Generate synthetic insurance portfolio data using vine copulas.

The problem

UK pricing teams frequently need realistic insurance data they cannot actually share:

  • Vendor demos require a motor portfolio with the right marginals and correlations, but you can't hand over policyholder data
  • Model benchmarking across teams needs a common dataset that doesn't exist
  • Privacy regulations mean actuarial science students and researchers rarely see real claims data

Generic synthetic data tools (SDV, CTGAN, TVAE) generate plausible-looking rows, but they don't understand insurance structure. They produce synthetic portfolios where claim counts are independent of exposure, young drivers don't correlate with zero NCD, and severity distributions have the wrong tail shape. A model trained on that synthetic data won't generalise to real portfolios.

This library solves that.

What it does

insurance-synthetic generates synthetic portfolios using R-vine copulas (via pyvinecopulib):

  1. Marginal fitting: Each column gets the best-fitting marginal by AIC — Gamma, LogNormal, Poisson, NegBin, Normal, Beta, or categorical encoding
  2. PIT transform: Every column is mapped to uniform [0,1] via its CDF
  3. Vine copula: Pairwise dependencies (including tail dependence) are captured by a fitted R-vine
  4. Generation: Sample from the vine, invert through marginals, then regenerate frequency as Poisson(λ × exposure) to preserve the exposure relationship

The vine copula matters for insurance.
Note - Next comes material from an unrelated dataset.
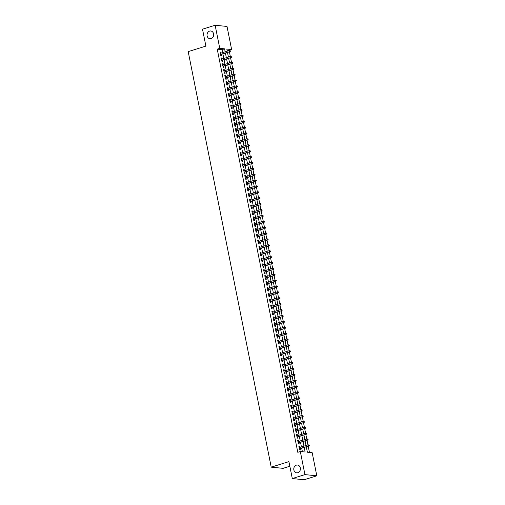 <?xml version="1.0" encoding="UTF-8"?>
<svg xmlns="http://www.w3.org/2000/svg" width="505" height="505" viewBox="0 0 505 505"><rect width="100%" height="100%" fill="white"/><g stroke="black" fill="none" stroke-linecap="round" stroke-linejoin="round"><path stroke-width="0.76" d="M296.334 465.162A3.907 3.314 95.8 0 1 297.483 465.042A3.907 3.314 95.8 0 1 300.406 468.583A3.907 3.314 95.8 0 1 297.843 472.693A3.907 3.314 95.8 0 1 296.694 472.813A3.907 3.314 95.8 0 1 293.771 469.271A3.907 3.314 95.8 0 1 296.334 465.162M209.6 31.102A3.907 3.314 95.8 0 1 210.749 30.988A3.907 3.314 95.8 0 1 213.672 34.529A3.907 3.314 95.8 0 1 211.109 38.639A3.907 3.314 95.8 0 1 209.96 38.752A3.907 3.314 95.8 0 1 207.037 35.211A3.907 3.314 95.8 0 1 209.6 31.102M289.838 466.241L283.09 468.343L271.223 467.144L188.195 51.624L205.889 46.107L202.505 29.189L215.143 25.25L227.016 26.449L231.631 49.553L226.821 49.067L227.237 51.157M229.144 50.557L231.631 49.553M309.445 452.436L308.195 446.174M307.943 444.886L307.021 440.284M306.762 439.003L305.847 434.401M305.588 433.12L304.666 428.518M304.414 427.23L303.492 422.628M303.234 421.347L302.318 416.745M302.059 415.463L301.138 410.862M300.885 409.574L299.964 404.972M299.711 403.691L298.79 399.089M298.531 397.807L297.615 393.206M297.357 391.918L296.435 387.316M296.183 386.035L295.261 381.433M295.002 380.145L294.087 375.543M293.828 374.262L292.906 369.66M292.654 368.379L291.732 363.777M291.473 362.489L290.558 357.887M290.299 356.606L289.378 352.004M289.125 350.723L288.204 346.121M287.951 344.833L287.029 340.231M286.771 338.95L285.855 334.348M285.596 333.066L284.675 328.465M284.422 327.177L283.501 322.575M283.242 321.294L282.327 316.692M282.068 315.41L281.146 310.809M280.894 309.521L279.972 304.919M279.713 303.638L278.798 299.036M278.539 297.748L277.617 293.146M277.365 291.865L276.443 287.263M276.184 285.981L275.269 281.38M275.01 280.092L274.089 275.49M273.836 274.209L272.915 269.607M272.662 268.325L271.74 263.724M271.482 262.436L270.566 257.834M270.308 256.553L269.386 251.951M269.133 250.669L268.212 246.068M267.953 244.78L267.038 240.178M266.779 238.897L265.857 234.295M265.605 233.007L264.683 228.405M264.424 227.124L263.509 222.522M263.25 221.24L262.329 216.639M262.076 215.351L261.154 210.749M260.902 209.468L259.98 204.866M259.721 203.584L258.806 198.983M258.547 197.695L257.626 193.093M257.373 191.812L256.452 187.21M256.193 185.928L255.277 181.327M255.019 180.039L254.097 175.437M253.845 174.156L252.923 169.554M252.664 168.272L251.749 163.67M251.49 162.383L250.568 157.781M250.316 156.499L249.394 151.898M249.135 150.61L248.22 146.008M247.961 144.727L247.046 140.125M246.787 138.843L245.866 134.242M245.613 132.954L244.691 128.352M244.433 127.071L243.517 122.469M243.258 121.187L242.337 116.586M242.084 115.298L241.163 110.696M240.904 109.415L239.989 104.813M239.73 103.531L238.808 98.929M238.556 97.642L237.634 93.04M237.375 91.759L236.46 87.157M236.201 85.869L235.28 81.273M235.027 79.986L234.105 75.384M233.853 74.102L232.931 69.501M232.672 68.213L231.757 63.611M231.498 62.33L230.577 57.728M230.324 56.446L229.403 51.845M306.289 446.767L307.375 452.221L312.191 452.714L316.805 475.811L304.938 474.612L300.317 451.508L305.134 451.994L304.218 447.411M304.938 474.612L292.3 478.551L304.168 479.75L316.805 475.811M299.875 447.398L299.686 446.433L298.884 446.351L299.591 449.886L300.393 449.968L300.134 448.686M298.701 441.515L298.512 440.549L297.704 440.467L298.411 443.996L299.212 444.078L298.96 442.797M297.527 435.632L297.331 434.66L296.53 434.584L297.237 438.113L298.038 438.195L297.786 436.913M296.353 429.742L296.157 428.777L295.356 428.695L296.063 432.23L296.864 432.305L296.605 431.03M295.173 423.859L294.983 422.893L294.181 422.811L294.882 426.34L295.684 426.422L295.431 425.141M293.998 417.976L293.803 417.004L293.001 416.922L293.708 420.457L294.51 420.539L294.257 419.257M292.824 412.086L292.629 411.12L291.827 411.038L292.534 414.573L293.336 414.649L293.077 413.374M291.644 406.203L291.454 405.237L290.653 405.155L291.353 408.684L292.155 408.766L291.903 407.484M290.47 400.32L290.274 399.348L289.472 399.266L290.179 402.801L290.981 402.883L290.728 401.601M289.296 394.43L289.1 393.464L288.298 393.382L289.005 396.911L289.807 396.993L289.548 395.718M288.115 388.547L287.926 387.581L287.124 387.499L287.831 391.028L288.633 391.11L288.374 389.828M286.941 382.657L286.745 381.692L285.944 381.61L286.651 385.145L287.452 385.227L287.2 383.945M285.767 376.774L285.571 375.808L284.769 375.726L285.476 379.255L286.278 379.337L286.019 378.062M284.593 370.891L284.397 369.919L283.595 369.843L284.302 373.372L285.104 373.454L284.845 372.172M283.412 365.001L283.223 364.036L282.421 363.953L283.122 367.488L283.924 367.571L283.671 366.289M282.238 359.118L282.043 358.152L281.241 358.07L281.948 361.599L282.75 361.681L282.497 360.4M281.064 353.235L280.868 352.263L280.067 352.187L280.774 355.716L281.575 355.798L281.317 354.516M279.884 347.345L279.694 346.38L278.893 346.297L279.593 349.832L280.395 349.908L280.142 348.633M278.709 341.462L278.514 340.496L277.712 340.414L278.419 343.943L279.221 344.025L278.968 342.743M277.535 335.579L277.34 334.607L276.538 334.525L277.245 338.06L278.047 338.142L277.788 336.86M276.355 329.689L276.166 328.723L275.364 328.641L276.071 332.17L276.873 332.252L276.614 330.977M275.181 323.806L274.985 322.84L274.183 322.758L274.89 326.287L275.692 326.369L275.44 325.087M274.007 317.923L273.811 316.951L273.009 316.869L273.716 320.404L274.518 320.486L274.259 319.204M272.826 312.033L272.637 311.067L271.835 310.985L272.542 314.514L273.344 314.596L273.085 313.321M271.652 306.15L271.463 305.178L270.661 305.102L271.362 308.631L272.163 308.713L271.911 307.431M270.478 300.26L270.282 299.295L269.481 299.212L270.188 302.748L270.989 302.83L270.737 301.548M269.304 294.377L269.108 293.411L268.307 293.329L269.014 296.858L269.815 296.94L269.556 295.659M268.123 288.494L267.934 287.522L267.132 287.446L267.833 290.975L268.635 291.057L268.382 289.775M266.949 282.604L266.754 281.639L265.952 281.556L266.659 285.091L267.461 285.167L267.208 283.892M265.775 276.721L265.579 275.755L264.778 275.673L265.485 279.202L266.286 279.284L266.028 278.002M264.595 270.838L264.405 269.866L263.604 269.784L264.304 273.319L265.112 273.401L264.854 272.119M263.421 264.948L263.225 263.982L262.423 263.9L263.13 267.435L263.932 267.511L263.679 266.236M262.246 259.065L262.051 258.099L261.249 258.017L261.956 261.546L262.758 261.628L262.499 260.346M261.066 253.182L260.877 252.21L260.075 252.128L260.782 255.663L261.584 255.745L261.325 254.463M259.892 247.292L259.703 246.326L258.895 246.244L259.602 249.773L260.403 249.855L260.151 248.58M258.718 241.409L258.522 240.443L257.72 240.361L258.427 243.89L259.229 243.972L258.97 242.69M257.544 235.526L257.348 234.554L256.546 234.471L257.253 238.007L258.055 238.089L257.796 236.807M256.363 229.636L256.174 228.67L255.372 228.588L256.073 232.117L256.875 232.199L256.622 230.924M255.189 223.753L254.993 222.781L254.192 222.705L254.899 226.234L255.7 226.316L255.448 225.034M254.015 217.863L253.819 216.898L253.018 216.815L253.725 220.35L254.526 220.432L254.267 219.151M252.835 211.98L252.645 211.014L251.843 210.932L252.544 214.461L253.346 214.543L253.093 213.261M251.66 206.097L251.465 205.125L250.663 205.049L251.37 208.578L252.172 208.66L251.919 207.378M250.486 200.207L250.291 199.241L249.489 199.159L250.196 202.694L250.998 202.77L250.739 201.495M249.306 194.324L249.116 193.358L248.315 193.276L249.022 196.805L249.823 196.887L249.565 195.605M248.132 188.441L247.936 187.469L247.134 187.387L247.841 190.922L248.643 191.004L248.391 189.722M246.958 182.551L246.762 181.585L245.96 181.503L246.667 185.032L247.469 185.114L247.21 183.839M245.784 176.668L245.588 175.702L244.786 175.62L245.493 179.149L246.295 179.231L246.036 177.949M244.603 170.785L244.414 169.813L243.612 169.73L244.313 173.266L245.114 173.348L244.862 172.066M243.429 164.895L243.233 163.929L242.432 163.847L243.139 167.376L243.94 167.458L243.688 166.183M242.255 159.012L242.059 158.046L241.257 157.964L241.964 161.493L242.766 161.575L242.507 160.293M241.074 153.122L240.885 152.156L240.083 152.074L240.784 155.609L241.586 155.691L241.333 154.41M239.9 147.239L239.705 146.273L238.903 146.191L239.61 149.72L240.412 149.802L240.159 148.52M238.726 141.356L238.53 140.384L237.729 140.308L238.436 143.837L239.237 143.919L238.979 142.637M237.546 135.466L237.356 134.5L236.555 134.418L237.255 137.953L238.063 138.029L237.805 136.754M236.372 129.583L236.176 128.617L235.374 128.535L236.081 132.064L236.883 132.146L236.63 130.864M235.197 123.7L235.002 122.728L234.2 122.646L234.907 126.181L235.709 126.263L235.45 124.981M234.017 117.81L233.828 116.844L233.026 116.762L233.733 120.297L234.535 120.373L234.276 119.098M232.843 111.927L232.653 110.961L231.845 110.879L232.552 114.408L233.354 114.49L233.102 113.208M231.669 106.044L231.473 105.072L230.671 104.989L231.378 108.524L232.18 108.607L231.921 107.325M230.495 100.154L230.299 99.188L229.497 99.106L230.204 102.635L231.006 102.717L230.747 101.442M229.314 94.271L229.125 93.305L228.323 93.223L229.024 96.752L229.825 96.834L229.573 95.552M228.14 88.388L227.944 87.415L227.143 87.333L227.85 90.868L228.651 90.951L228.399 89.669M226.966 82.498L226.77 81.532L225.969 81.45L226.676 84.979L227.477 85.061L227.218 83.786M225.785 76.615L225.596 75.643L224.794 75.567L225.495 79.096L226.297 79.178L226.044 77.896M224.611 70.725L224.416 69.759L223.614 69.677L224.321 73.212L225.123 73.294L224.87 72.013M223.437 64.842L223.242 63.876L222.44 63.794L223.147 67.323L223.949 67.405L223.69 66.123M222.257 58.959L222.067 57.987L221.266 57.911L221.973 61.44L222.774 61.522L222.516 60.24M229.1 50.342L227.029 50.128M222.636 52.589L222.042 49.623L217.232 49.136L297.792 452.297L300.317 451.508M302.394 451.716L301.687 448.2M301.434 446.919L300.513 442.317M300.254 441.029L299.339 436.427M299.08 435.146L298.158 430.544M297.906 429.263L296.984 424.661M296.725 423.373L295.81 418.771M295.551 417.49L294.63 412.888M294.377 411.607L293.455 407.005M293.197 405.717L292.281 401.115M292.023 399.834L291.101 395.232M290.848 393.951L289.927 389.349M289.674 388.061L288.753 383.459M288.494 382.178L287.579 377.576M287.32 376.288L286.398 371.686M286.146 370.405L285.224 365.803M284.965 364.522L284.05 359.92M283.791 358.632L282.869 354.03M282.617 352.749L281.695 348.147M281.436 346.866L280.521 342.264M280.262 340.976L279.341 336.374M279.088 335.093L278.167 330.491M277.908 329.209L276.993 324.608M276.734 323.32L275.812 318.718M275.56 317.437L274.638 312.835M274.385 311.547L273.464 306.952M273.205 305.664L272.29 301.062M272.031 299.781L271.109 295.179M270.857 293.891L269.935 289.289M269.676 288.008L268.761 283.406M268.502 282.125L267.581 277.523M267.328 276.235L266.406 271.633M266.148 270.352L265.232 265.75M264.974 264.469L264.052 259.867M263.799 258.579L262.878 253.977M262.625 252.696L261.704 248.094M261.445 246.812L260.529 242.211M260.271 240.923L259.349 236.321M259.097 235.04L258.175 230.438M257.916 229.15L257.001 224.548M256.742 223.267L255.82 218.665M255.568 217.384L254.646 212.782M254.387 211.494L253.472 206.892M253.213 205.611L252.292 201.009M252.039 199.727L251.118 195.126M250.859 193.838L249.943 189.236M249.685 187.955L248.769 183.353M248.511 182.071L247.589 177.47M247.336 176.182L246.415 171.58M246.156 170.299L245.241 165.697M244.982 164.415L244.06 159.814M243.808 158.526L242.886 153.924M242.627 152.643L241.712 148.041M241.453 146.753L240.531 142.151M240.279 140.87L239.357 136.268M239.099 134.987L238.183 130.385M237.924 129.097L237.003 124.495M236.75 123.214L235.829 118.612M235.576 117.33L234.655 112.729M234.396 111.441L233.48 106.839M233.222 105.558L232.3 100.956M232.048 99.674L231.126 95.073M230.867 93.785L229.952 89.183M229.693 87.902L228.771 83.3M228.519 82.012L227.597 77.41M227.338 76.129L226.423 71.527M226.164 70.245L225.243 65.644M224.99 64.356L224.068 59.754M223.81 58.473L222.894 53.871M221.083 53.069L220.887 52.103L220.085 52.021L220.792 55.556L221.594 55.632L221.341 54.357M292.3 478.551L288.917 461.627L271.223 467.144M217.232 49.136L219.763 48.354L215.143 25.25M225.167 51.8L224.573 48.84L219.763 48.354M303.959 446.13L303.038 441.528M302.785 440.246L301.864 435.645M301.605 434.357L300.69 429.755M300.431 428.474L299.509 423.872M299.257 422.59L298.335 417.988M298.076 416.701L297.161 412.099M296.902 410.817L295.981 406.216M295.728 404.928L294.806 400.326M294.554 399.045L293.632 394.443M293.373 393.161L292.458 388.56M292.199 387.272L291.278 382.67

A Gaussian copula misses tail dependence — the fact that young driver + high vehicle group + zero NCD is more dangerous than the marginal risks suggest. Clayton and Gumbel copulas capture this. Pyvinecopulib selects the best bivariate family for each pair automatically.

Installation

pip install insurance-synthetic

# With TSTR fidelity scoring (requires CatBoost):
pip install insurance-synthetic[fidelity]

Requires Python 3.10+.

Quick start

import polars as pl
from insurance_synthetic import InsuranceSynthesizer, SyntheticFidelityReport

# Fit on your real portfolio
synth = InsuranceSynthesizer(random_state=42)
synth.fit(
    real_df,
    exposure_col='exposure',
    frequency_col='claim_count',
    severity_col='claim_amount',
)
synth.summary()

# Generate 50,000 synthetic policies
synthetic_df = synth.generate(50_000, constraints={
    'driver_age': (17, 90),
    'ncd_years': (0, 25),
    'exposure': (0.01, 1.0),
})

# Measure fidelity
report = SyntheticFidelityReport(
    real_df, synthetic_df,
    exposure_col='exposure',
    target_col='claim_count',
)
print(report.to_markdown())

UK motor schema

The library ships a pre-built column specification for a UK private motor portfolio:

from insurance_synthetic import uk_motor_schema

schema = uk_motor_schema()
# {
#   'columns': [ColumnSpec(name='driver_age', dtype='int', min_val=17, max_val=90), ...],
#   'constraints': {'driver_age': (17, 90), 'exposure': (0.01, 1.0), ...},
#   'description': 'UK private motor portfolio schema. ...'
# }

Columns: driver_age, vehicle_age, vehicle_group, region, ncd_years, cover_type, payment_method, annual_mileage, exposure, claim_count, claim_amount.

Fidelity metrics

SyntheticFidelityReport measures synthesis quality at three levels:

Metric What it checks Target
KS statistic Marginal distribution per column < 0.05 is excellent
Wasserstein distance Marginal shape (normalised by std) < 0.1 is good
Spearman Frobenius Correlation matrix distance Low
TVaR ratio Tail risk preservation at 99th pct ≈ 1.0
Exposure-weighted KS Marginal fidelity weighted by policy year < 0.05 is excellent
TSTR Gini gap Train-on-Synthetic, Test-on-Real ≈ 0.0

The TSTR Gini gap is the most demanding test: if a CatBoost model trained on synthetic data scores within a small margin of one trained on real data, the synthetic portfolio is genuinely useful for pricing model development.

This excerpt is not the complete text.